Ma c'è ancora software che non gode di questo occhio "di riguardo" e che nonostante tutto per un utente normale è vitale. E credo che il software di Schilling sia tra questi.

----------

## antenore

Scusate, ma mi sembra che vi stiate perdendo due pezzi importanti...

1. Vuoi essere aggiornato su cosa accade nello sviluppo del kernel?

Iscriviti alla ml del kernel!!!

Lì c'è scritto tutto...

Il kernel è del ramo stable, ma è giusto che venga testato, è normale che vengano fuori delle schifezzine   :Very Happy: 

Gli sviluppatori del kernel devono preoccuparsi di fare un buon lavoro e non di far sapere a tutto il mondo, con mail dirette, che stanno facendo delle modifiche sostianziali. Ti scarichi gli archivi della ml e te la leggi!!!

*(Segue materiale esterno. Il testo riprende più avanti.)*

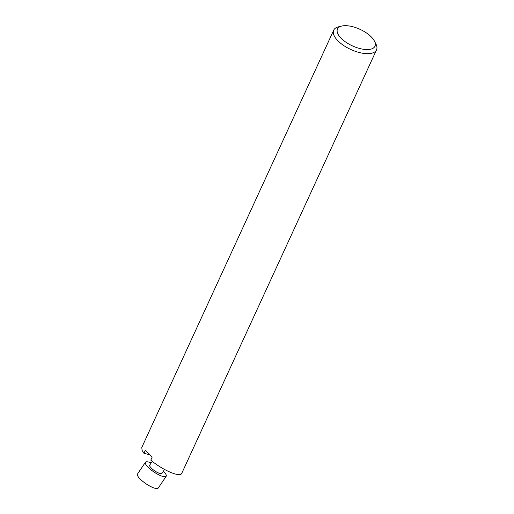 <?xml version="1.0" encoding="UTF-8"?>
<svg xmlns="http://www.w3.org/2000/svg" width="514" height="514" viewBox="0 0 514 514"><rect width="100%" height="100%" fill="white"/><g stroke="black" fill="none" stroke-linecap="round" stroke-linejoin="round"><path stroke-width="0.77" d="M344.29 25.7A20.618 9.104 24.7 0 0 341.784 26.047A20.618 9.104 24.7 0 0 352.418 45.887A20.618 9.104 24.7 0 0 374.404 41.049A20.618 9.104 24.7 0 0 344.29 25.7M333.708 30.172L141.755 447.514L142.134 450.457L143.933 453.277L145.353 450.18L152.215 457.036L150.795 460.126C162.456 470.072 179.964 477.628 181.686 473.471L376.531 49.864A23.567 10.402 -155.3 0 1 376.428 50.064A23.567 10.402 -155.3 0 1 350.542 49.363A23.567 10.402 -155.3 0 1 333.708 30.172A23.567 10.402 -155.3 0 1 338.623 26.792L341.784 26.047M374.404 41.049L375.895 43.941A23.567 10.402 -155.3 0 1 376.531 49.864M149.625 454.749L143.933 453.277M145.411 462.285L137.469 474.075A12.516 3.277 34 0 0 142.86 481.451A12.516 3.277 34 0 0 155.1 488.3A12.516 3.277 34 0 0 158.241 488.056L166.183 476.266A12.516 3.277 -146 0 1 163.041 476.51A12.516 3.277 -146 0 1 150.795 469.661A12.516 3.277 -146 0 1 145.411 462.285A12.516 3.277 -146 0 1 151.167 462.966M163.381 471.19A12.516 3.277 -146 0 1 166.183 476.266M164.551 469.462L161.904 473.388A7.363 1.927 -146 0 1 160.053 473.529A7.363 1.927 -146 0 1 152.857 469.5A7.363 1.927 -146 0 1 149.69 465.164L152.266 461.328"/></g></svg>
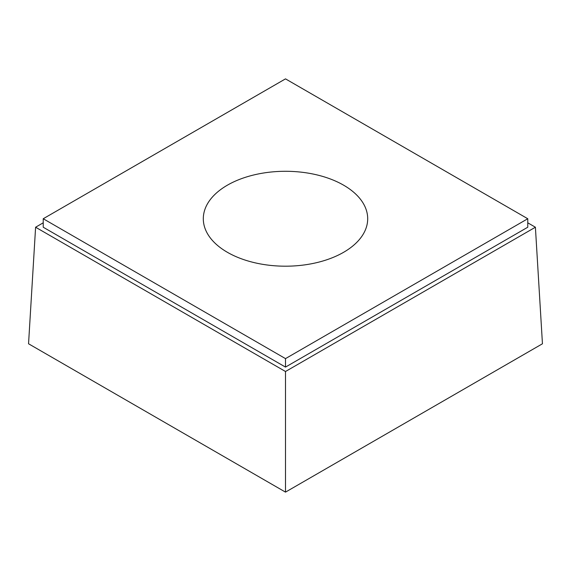 <?xml version="1.0" encoding="UTF-8"?>
<svg xmlns="http://www.w3.org/2000/svg" width="571" height="571" viewBox="0 0 571 571"><rect width="100%" height="100%" fill="white"/><g stroke="black" fill="none" stroke-linecap="round" stroke-linejoin="round"><path stroke-width="0.86" d="M43.232 222.811L35.602 227.222L285.5 371.5L535.398 227.222L527.768 222.811M535.398 227.222L542.45 343.778L285.5 492.131L28.55 343.778L35.602 227.222M285.5 371.5L285.5 492.131M285.5 367.089L527.768 227.222L527.768 218.743L285.5 78.869L43.232 218.743L43.232 227.222L285.5 367.089L285.5 358.617L527.768 218.743M43.232 218.743L285.5 358.617M227.379 252.296A82.195 47.457 0 0 0 316.955 262.581A82.195 47.457 0 0 0 367.695 218.743A82.195 47.457 0 0 0 285.5 171.286A82.195 47.457 0 0 0 203.305 218.743A82.195 47.457 0 0 0 227.379 252.296"/></g></svg>

2. Quali sono i software principali?   :Shocked: 

Di applicazioni ce ne sono migliaia, occorrerebbe avvisare tutti, no 10 a scelta. 

GNU/Linux è bello perchè è vario!!!

Hai il tuo kernel e poi quello che vuoi tu!!! Anche null'altro!!!

Un'applicazione non funziona? Sbattiti e stai tranquillo che anche qualcun'altro si sbatterà per risolvere il problema.

Ultima notina... Se si vuole una scatolina chiusa in cui tutto funziona come in un orologio svizzero... Beh allora ci sono altri sistemi operativi, dove il confine tra kernel e applicazione è quasi inesistente.

[/b]

----------

## Cazzantonio

 *antenore wrote:*   

> 
> 
> 1. Vuoi essere aggiornato su cosa accade nello sviluppo del kernel?
> 
> Iscriviti alla ml del kernel!!!
> ...

 

Ok, ma siccome questa nuova feature è stata introdotta all'improvviso difficilmente anche avendolo saputo il giorno prima ci si sarebeb potuto fare qualcosa

In ogni caso il kernel da solo serve a ben poco... se si pensa che lo sviluppo del kernel possa procedere per strade non concordate con gli sviluppatori delle applicazioni allora si pensa male a mio giudizio

E poi le applicazioni principali è semplice individuarle... sono convinto che sia la mia che la tua gentoo condividono un buon 70% di applicazioni, e questo vale per qualsiasi distribuzione linux; quelle sono le applicazioni principali....

----------

## n3m0

 *antenore wrote:*   

> 1. Vuoi essere aggiornato su cosa accade nello sviluppo del kernel?
> 
> Iscriviti alla ml del kernel!!!

 

Tutto quanto stato detto (almeno da me), è stato fatto ipotizzando, ovviamente, l'iscrizione alla ML.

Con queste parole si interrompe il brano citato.